Spurs and Antonio Conte frustrated in Champions League Frankfurt draw | Champions League


Ed Sheeran played this stadium a couple of weeks ago, and so at least this was not the first time Deutsche Bank Park had been treated to an insipid mid-tempo performance that some people bafflingly insist is the work of a generational genius.

This was not the best of Tottenham, and frankly nor is it the best of Antonio Conte. The fundamentals were sound, the defense just about held tight and this was at least a major improvement on their derby collapse at the weekend.

But the sense of treading water is unmistakable, the feeling that everyone here, from Conte to Harry Kane to the supporters paying their hard-earned, is just slowly getting older. What’s the point of all this? Where is this team going? Does it all just click at some point? Or does it atrophy and drift, a club whose sole point of existence is to keep the same players together so they can do this all again next year?

Indeed for all Tottenham’s superior quality there was a marked difference in vivacity between them and their opponents: Oliver Glasner’s brittle, brilliant little butterfly, the Europa League champions and still giddily accustoming themselves to nights like these.
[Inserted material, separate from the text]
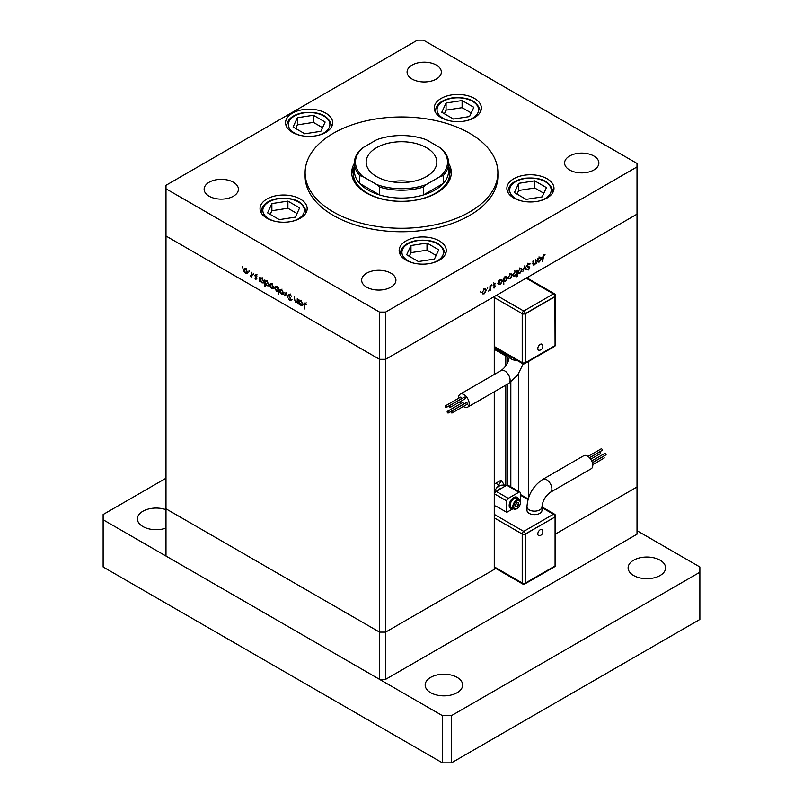 <?xml version="1.0" encoding="UTF-8"?>
<svg xmlns="http://www.w3.org/2000/svg" width="803" height="803" viewBox="0 0 803 803"><rect width="100%" height="100%" fill="white"/><g stroke="black" fill="none" stroke-linecap="round" stroke-linejoin="round"><path stroke-width="1.2" d="M495.832 568.484L385.601 632.122L379.538 632.122L165.99 508.831L165.99 556.057L379.538 679.348L385.601 679.348L637.01 534.196L637.01 486.979L555.546 534.005L637.01 486.979L637.01 163.441L423.462 40.15L417.399 40.15L165.99 185.302L165.99 188.795L379.538 312.086L385.601 312.086L637.01 166.934M494.267 374.479L494.267 296.568L385.601 359.312L379.538 359.312L165.99 236.022L379.538 359.312L385.601 359.312L385.601 632.122L379.538 632.122L379.538 679.348M494.267 391.794L494.267 569.387L385.601 632.122L385.601 679.348M354.384 167.666A48.19 27.824 0 0 0 353.31 173.498L353.31 176.118A48.19 27.824 0 0 0 354.354 181.869M354.384 163.32A49.796 28.747 0 0 0 351.704 172.625A49.796 28.747 0 0 0 366.288 192.951A49.796 28.747 0 0 0 420.561 199.184A49.796 28.747 0 0 0 451.296 172.625A49.796 28.747 0 0 0 448.616 163.32M354.384 166.823A49.796 28.747 0 0 0 351.794 174.371M333.345 211.972A96.38 55.648 0 0 0 438.388 224.037A96.38 55.648 0 0 0 497.88 172.625A96.38 55.648 0 0 0 469.655 133.278A96.38 55.648 0 0 0 364.612 121.213A96.38 55.648 0 0 0 305.12 172.625A96.38 55.648 0 0 0 333.345 211.972M305.12 172.625L305.12 176.118A96.38 55.648 0 0 0 333.345 215.465A96.38 55.648 0 0 0 438.388 227.53A96.38 55.648 0 0 0 497.88 176.118L497.88 172.625M547.084 178.748A23.558 13.601 0 0 0 521.408 175.797A23.558 13.601 0 0 0 506.864 188.364A23.558 13.601 0 0 0 513.759 197.98A23.558 13.601 0 0 0 539.435 200.931A23.558 13.601 0 0 0 553.98 188.364A23.558 13.601 0 0 0 547.084 178.748M439.361 240.93A23.558 13.601 0 0 0 413.686 237.989A23.558 13.601 0 0 0 399.141 250.556A23.558 13.601 0 0 0 406.047 260.172A23.558 13.601 0 0 0 431.723 263.123A23.558 13.601 0 0 0 446.267 250.556A23.558 13.601 0 0 0 439.361 240.93M300.262 199.014A23.558 13.601 0 0 0 274.586 196.062A23.558 13.601 0 0 0 260.042 208.629A23.558 13.601 0 0 0 266.947 218.245A23.558 13.601 0 0 0 292.623 221.196A23.558 13.601 0 0 0 307.168 208.629A23.558 13.601 0 0 0 300.262 199.014M325.777 113.163A23.558 13.601 0 0 0 300.101 110.212A23.558 13.601 0 0 0 285.557 122.779A23.558 13.601 0 0 0 292.453 132.395A23.558 13.601 0 0 0 318.129 135.346A23.558 13.601 0 0 0 332.673 122.779A23.558 13.601 0 0 0 325.777 113.163M474.463 98.438A23.558 13.601 0 0 0 448.787 95.487A23.558 13.601 0 0 0 434.242 108.054A23.558 13.601 0 0 0 441.148 117.67A23.558 13.601 0 0 0 466.824 120.621A23.558 13.601 0 0 0 481.368 108.054A23.558 13.601 0 0 0 474.463 98.438M209.151 196.233A17.134 9.897 180 0 1 204.133 189.237A17.134 9.897 180 0 1 214.712 180.093A17.134 9.897 180 0 1 233.392 182.241A17.134 9.897 180 0 1 238.411 189.237A17.134 9.897 180 0 1 227.831 198.371A17.134 9.897 180 0 1 209.151 196.233M569.608 169.995A17.134 9.897 180 0 1 564.589 162.999A17.134 9.897 180 0 1 575.169 153.865A17.134 9.897 180 0 1 593.849 156.013A17.134 9.897 180 0 1 598.867 162.999A17.134 9.897 180 0 1 588.288 172.143A17.134 9.897 180 0 1 569.608 169.995M390.9 273.181A17.134 9.897 0 0 0 372.221 271.033A17.134 9.897 0 0 0 361.651 280.177A17.134 9.897 0 0 0 366.67 287.173A17.134 9.897 0 0 0 385.34 289.311A17.134 9.897 0 0 0 395.919 280.177A17.134 9.897 0 0 0 390.9 273.181M436.33 65.073A17.134 9.897 0 0 0 417.66 62.925A17.134 9.897 0 0 0 407.081 72.069A17.134 9.897 0 0 0 412.1 79.065A17.134 9.897 0 0 0 430.779 81.203A17.134 9.897 0 0 0 441.349 72.069A17.134 9.897 0 0 0 436.33 65.073M297.732 302.079L295.785 302.39L294.34 299.288L294.34 297L294.872 300.432L295.865 301.888L297.19 301.466L297.261 298.686L297.732 298.967L297.732 303.434L297.04 302.52M295.865 301.888L297.732 301.145M289.923 294.299L288.498 295.123L290.003 294.34L291.619 296.608L290.003 294.972L288.97 295.414L291.278 300.081L289.973 300.764L288.558 298.907L290.024 300.161L290.806 299.84L288.498 295.123L288.919 294.229M290.485 294.701L288.97 295.414M291.278 300.081L289.973 300.764L291.278 300.011M290.024 300.161L291.218 299.599M286.119 292.252L287.946 297.783L286.149 293.486L284.864 296.006L284.352 295.705L286.119 292.252M283.068 294.31L281.592 294.199L280.117 292.603L279.595 290.706L280.197 289.391L281.592 289.562L283.6 293.025L282.987 294.36M273.211 288.618L271.735 288.508L270.27 286.922L269.738 285.025L270.34 283.71L271.735 283.871L273.743 287.333L273.13 288.668M260.594 277.938L261.868 278.179L263.896 281.672L263.314 282.937L261.858 282.797L260.292 280.99L260.292 281.813L259.811 281.542L259.811 277.065L260.453 278.009M242.175 266.807L242.175 267.831L242.175 266.807M379.538 312.086L379.538 632.122L165.99 508.831L165.99 188.795M247.123 273.552L245.638 273.442L244.172 271.856L243.64 269.959L244.242 268.644L245.638 268.804L247.645 272.267L247.033 273.602M249.04 270.772L249.04 271.795L249.04 270.772M251.459 272.247L251.931 276.995L251.459 276.061L250.094 275.861L251.369 275.228L251.459 272.247M251.931 275.78L250.506 276.252L251.931 275.429M250.596 275.75L251.931 274.907M253.326 273.241L253.326 274.265L253.326 273.241M256.819 278.721L255.846 279.334L254.852 278.119L256.348 278.47L254.782 275.379L255.916 274.746L257.03 275.991L255.264 275.63L256.819 278.721L255.846 279.334L256.819 278.761M255.846 278.782L256.759 278.229M254.782 275.379L255.916 274.746L254.782 275.379M256.358 275.068L255.264 275.63M265.622 280.839L266.897 281.08L268.925 284.573L268.343 285.848L266.887 285.707L265.321 283.85L265.321 286.52L264.839 286.249L264.839 279.976L265.482 280.909M278.641 291.047L276.583 291.298L274.566 287.815L275.138 286.541L276.593 286.681L278.159 288.488L278.159 287.665L278.641 287.936L278.641 294.219L277.989 291.439M299.609 300.463L300.884 300.703L302.902 304.196L302.319 305.461L300.864 305.321L299.298 303.514L299.298 304.337L298.826 304.066L298.826 299.589L299.459 300.533M305.672 303.464L304.467 304.899L304.467 308.964L303.986 304.558L305.22 303.132L306.224 304.879L304.708 303.695L306.224 302.821M304.357 303.012L305.22 303.132M535.802 259.469L536.274 263.675L535.802 263.946L535.802 263.143L534.326 264.88L533.312 265L532.871 261.166L533.353 260.885L533.403 263.976L534.407 264.277L535.721 262.33L535.802 259.469M532.881 263.675L534.407 264.277M527.19 266.656L528.284 267.289L527.029 266.034L528.545 263.504L530.161 263.916L528.545 264.137L527.511 265.773L529.819 267.78L528.515 269.959L527.099 269.738L528.565 269.296L529.338 268.082L527.571 267.028M529.669 263.394L529.097 263.294M529.709 264.478L528.073 263.856M527.039 265.883L529.297 266.887M527.531 269.115L528.565 269.296M529.338 268.082L526.768 266.415M524.65 265.913L526.487 269.326L525.975 269.617L524.69 267.108L522.883 271.404L524.65 265.913M522.141 269.587L520.133 273.07L518.658 273.181L518.126 271.896L520.133 268.443L521.528 268.272L522.141 269.587L521.548 269.246M512.284 275.278L510.276 278.761L508.801 278.872L508.279 277.587L510.276 274.134L511.682 273.953L512.284 275.278L511.692 274.937M498.352 284.192L498.352 281.09L498.824 280.819L498.824 281.592L500.41 279.825L501.845 279.685L502.427 280.99L500.399 284.463L499.054 284.643M480.786 291.158L480.786 292.182L480.786 291.158M528.344 278.711L528.344 276.894L637.01 214.16L385.601 359.312L385.601 312.086M486.257 290.305L484.249 293.788L482.774 293.898L482.242 292.613L484.249 289.16L485.654 288.99L486.257 290.305L485.664 289.963M487.652 287.193L487.652 288.217L487.652 287.193M489.991 285.918L490.472 285.647L490.472 290.114L489.991 290.395L489.991 289.732L488.636 291.098L489.91 289.01L489.991 285.918M491.858 284.764L491.858 285.778L491.858 284.764M495.361 286.199L494.387 287.936L493.393 287.875L494.889 286.49L493.323 285.216L494.457 283.258L495.561 283.228L493.795 284.914L495.361 286.199L493.825 285.617M493.604 287.494L494.387 287.936L493.393 287.875M493.825 287.384L494.387 287.384M494.758 286.169L493.504 285.798M495.25 283.83L494.066 283.559M493.965 285.286L494.899 285.446M503.381 281.251L503.852 284.192L503.381 278.189L503.852 277.918L503.852 278.691L505.438 276.925L506.874 276.784L507.456 278.089L505.428 281.562L504.093 281.712M516.239 271.063L516.7 271.324L517.172 270.23L517.172 276.503L516.7 276.774L516.7 274.164L515.125 275.961L513.689 276.112L513.097 274.807L515.135 271.324L516.48 271.153M537.358 261.668L537.358 258.576L537.839 258.295L537.839 259.068L539.415 257.301L540.851 257.161L541.443 258.466L539.405 261.949L538.06 262.119M543.731 255.364L542.527 261.708L542.527 257.582L543.761 254.722L545.036 254.692L544.755 255.324L543.27 255.093M451.206 174.371A49.796 28.747 0 0 0 448.616 166.823M448.646 181.869A48.19 27.824 0 0 0 449.69 176.118L449.69 173.498A48.19 27.824 0 0 0 448.616 167.666M483.657 293.446L484.249 293.788M482.723 292.342L483.175 293.336L484.249 293.236L485.775 290.576L485.333 289.582L484.249 289.702L482.292 292.091M493.333 285.346L494.628 286.099M494.367 283.318L495.1 283.74M493.674 284.734L493.845 285.326M501.825 280.638L502.427 280.99M499.827 284.142L500.399 284.463M498.824 283.047L499.265 284.041L500.389 283.921L501.955 281.261L501.494 280.267L500.389 280.388L498.824 283.047L498.352 282.766M506.854 277.738L507.456 278.089M504.856 281.231L505.428 281.562M503.852 280.147L504.294 281.14L505.418 281.02L506.984 278.35L506.522 277.366L505.418 277.487L503.852 280.147L503.381 279.866M509.684 278.42L510.276 278.761M508.751 277.306L509.202 278.31L510.276 278.209L511.812 275.549L511.36 274.556L510.276 274.676L508.319 277.065M514.522 275.62L515.125 275.961M516.7 272.749L516.269 271.745L515.145 271.876L513.579 274.536L514.03 275.519L515.135 275.409L516.7 272.749M519.531 272.729L520.133 273.07M518.608 271.625L519.059 272.618L520.133 272.518L521.659 269.858L521.217 268.864L520.133 268.985L518.176 271.374M525.543 268.774L526.487 269.326M528.003 266.144L529.819 267.78M527.39 269.316L528.515 269.959M527.822 267.198L527.481 266.616L527.822 267.198M532.901 264.057L534.326 264.88M540.831 258.114L541.443 258.466M538.833 261.617L539.405 261.949M537.839 260.523L538.271 261.527L539.395 261.397L540.961 258.737L540.499 257.743L539.405 257.863L537.839 260.523L537.358 260.252M543.741 254.732L544.755 255.324M543.49 254.902L544.083 255.254M246.23 273.1L245.638 273.442M244.232 269.617L243.64 269.959M244.112 270.23L245.648 272.89L246.722 272.99L247.173 271.996L245.648 269.356L244.554 269.236L244.112 270.23M262.44 282.465L261.858 282.797M260.292 279.574L261.848 282.244L262.962 282.375L263.414 281.391L261.858 278.721L260.714 278.591L260.292 279.574M267.469 285.366L266.887 285.707M265.321 282.475L266.877 285.145L267.991 285.276L268.443 284.292L266.887 281.622L265.743 281.492L265.321 282.475M272.327 288.167L271.735 288.508M270.33 284.684L269.738 285.025M270.209 285.296L271.745 287.956L272.819 288.056L273.271 287.062L271.745 284.423L270.651 284.302L270.209 285.296M277.155 290.967L276.583 291.298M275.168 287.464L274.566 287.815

Indeed the quiet rise of Eintracht from relegation candidates in 2016 to Champions League material in 2022 is one of the lesser-mentioned stories in European football, perhaps because there has been little linear or logical about it. Every time it felt like they were about to turn a corner, another limp run of form would come along. Every time they developed a star, someone else would pinch them. Maintaining their restless momentum despite losing the caliber of Luka Jovic, Sebastian Haller, Ante Rebic, André Silva and Filip Kostic in the last four summers has been perhaps their most considerable achievement.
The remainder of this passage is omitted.